Tuesday, May 11, 2010

Slice or Toast?

“Would you like to have a slice or toast?” asked my cousin from Armed Forces background, on breakfast table during one of our annual odysseys from Kanpur to Delhi. I stared back, trying to figure out the difference between the two. To me it was plain and simple `bread'.

This incident stands out in my memory and I feel it effectively highlights the difference between upbringing in a metro and a small town.

Our yearly sojourn to Delhi was both an exhilerating and a dreadful time. I obviously used to be excited and used to look forward to the trip. The train journey, car ride, auto (clearly much better than Tempo in Kanpur), shopping at Palika Bazar (it wasnt a shady place then), gifts from relatives etc. etc...trip to Delhi offered a lot of excitment. But the story used to be different once I used to land in Delhi.

An introvert and painfully shy, meeting my cousins and aunts and uncles would be a painful experience. I think I would have had meaningful relationship with them if i was also growing up in Delhi...there was just no common ground. They would try to talk to me in English and I would reply in monosyllables in English or in Hindi. Though I was studying in one of the best schools in Kanpur, I was not exactly fluent in the language.

Every year the trip to Delhi would be preceded by innumerable trips to Lal Bangla market to purchase dress material, which was then stitched either by mom or a tailor. Mostly, before starting, we would have got ourselves a complete new wardrobe. Even then once I reached Delhi, I always thought the clothes were inferior. Today, I can say with certainty that they were just different but who wants to stand out at the age of 10 years old.

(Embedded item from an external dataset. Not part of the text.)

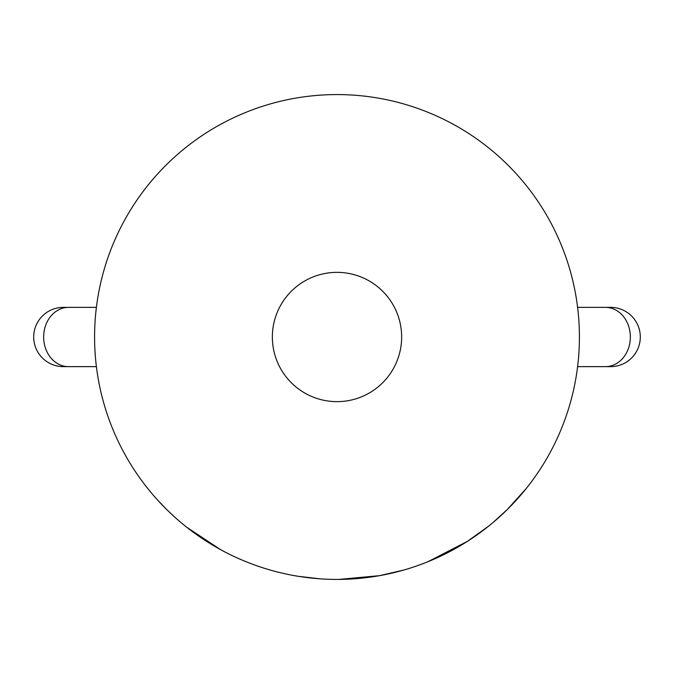 <?xml version="1.0" encoding="UTF-8"?>
<svg xmlns="http://www.w3.org/2000/svg" width="674" height="674" viewBox="0 0 674 674"><rect width="100%" height="100%" fill="white"/><g stroke="black" fill="none" stroke-linecap="round" stroke-linejoin="round"><path stroke-width="1.01" d="M607.847 366.496A29.631 29.631 0 0 0 640.3 337A29.631 29.631 0 0 0 607.847 307.504M66.153 366.496A29.631 29.631 0 0 1 33.7 337A29.631 29.631 0 0 1 66.153 307.504M579.421 337A242.421 242.421 0 0 1 337 579.421A242.421 242.421 0 0 1 94.579 337A242.421 242.421 0 0 1 337 94.579A242.421 242.421 0 0 1 579.421 337M401.645 337A64.645 64.645 0 0 1 337 401.645A64.645 64.645 0 0 1 272.355 337A64.645 64.645 0 0 1 337 272.355A64.645 64.645 0 0 1 401.645 337M526.47 488.229L507.345 509.493L492.433 523.041A242.421 242.421 0 0 1 472.659 537.911M417.872 565.537L423.651 563.405A242.421 242.421 0 0 0 427.923 561.728L467.427 541.348L488.877 525.947M432.261 559.926A242.421 242.421 0 0 0 457.317 547.465L461.277 545.148M450.982 550.961L455.102 548.712M403.667 570.078L379.487 575.672M379.336 575.697A242.421 242.421 0 0 1 357.447 578.562M338.98 579.413L379.572 575.655M246.558 561.922L250.939 563.633A242.421 242.421 0 0 0 288.935 574.61L293.544 575.495A242.421 242.421 0 0 0 297.891 576.253L319.948 578.823M242.328 560.17L236.692 557.701A242.421 242.421 0 0 1 210.667 543.91M277.637 572.041L282.094 573.127M142.231 481.337A242.421 242.421 0 0 0 157.927 500.411L167.312 510.142M167.927 510.74L175.703 517.977M186.681 527.194L220.457 549.571M202.495 538.686A242.421 242.421 0 0 1 181.348 522.856M577.61 366.631L605.479 366.631A29.631 24.871 -90 0 0 630.35 337A29.631 24.871 -90 0 0 605.479 307.369L610.669 307.369M96.39 366.631L68.521 366.631A29.631 24.871 -90 0 1 43.65 337A29.631 24.871 -90 0 1 68.521 307.369L63.331 307.369M68.521 366.631L63.331 366.631M96.39 307.369L68.521 307.369M605.479 366.631L610.669 366.631M577.61 307.369L605.479 307.369"/></g></svg>

I have often wondered how my life would have turned out, if my father hadn't got transferred from kanpur when he did. To begin with I definitely wouldn't have been a journalist. Journalism was not a career option even for children in Delhi at the time and definitely not for Kanpur kids. It was either medicine or engineering and clearly I had no obvious aptitude or interest in either (though I did get 85% in science in XIIth). I think I might have just about managed to become a teacher.

I believe my parents would have been happier or would have had slightly peaceful time while I was in my teens. I don't think I would have been a rebel. Not that children from small town don't. In fact, if I remember right, I displayed signs of a rebellion even in Kanpur, but I don't think I would have had guts to do the kind of things I did like getting my hair permed (my mom actually told me not to come with her till I started looking normal again); getting my hair cut (a deep chasm arouse between me and my parents as a result of this); opting for English honors in college (Papa was livid...the rest is obvious); taking up journalism against my parents wishes etc. etc.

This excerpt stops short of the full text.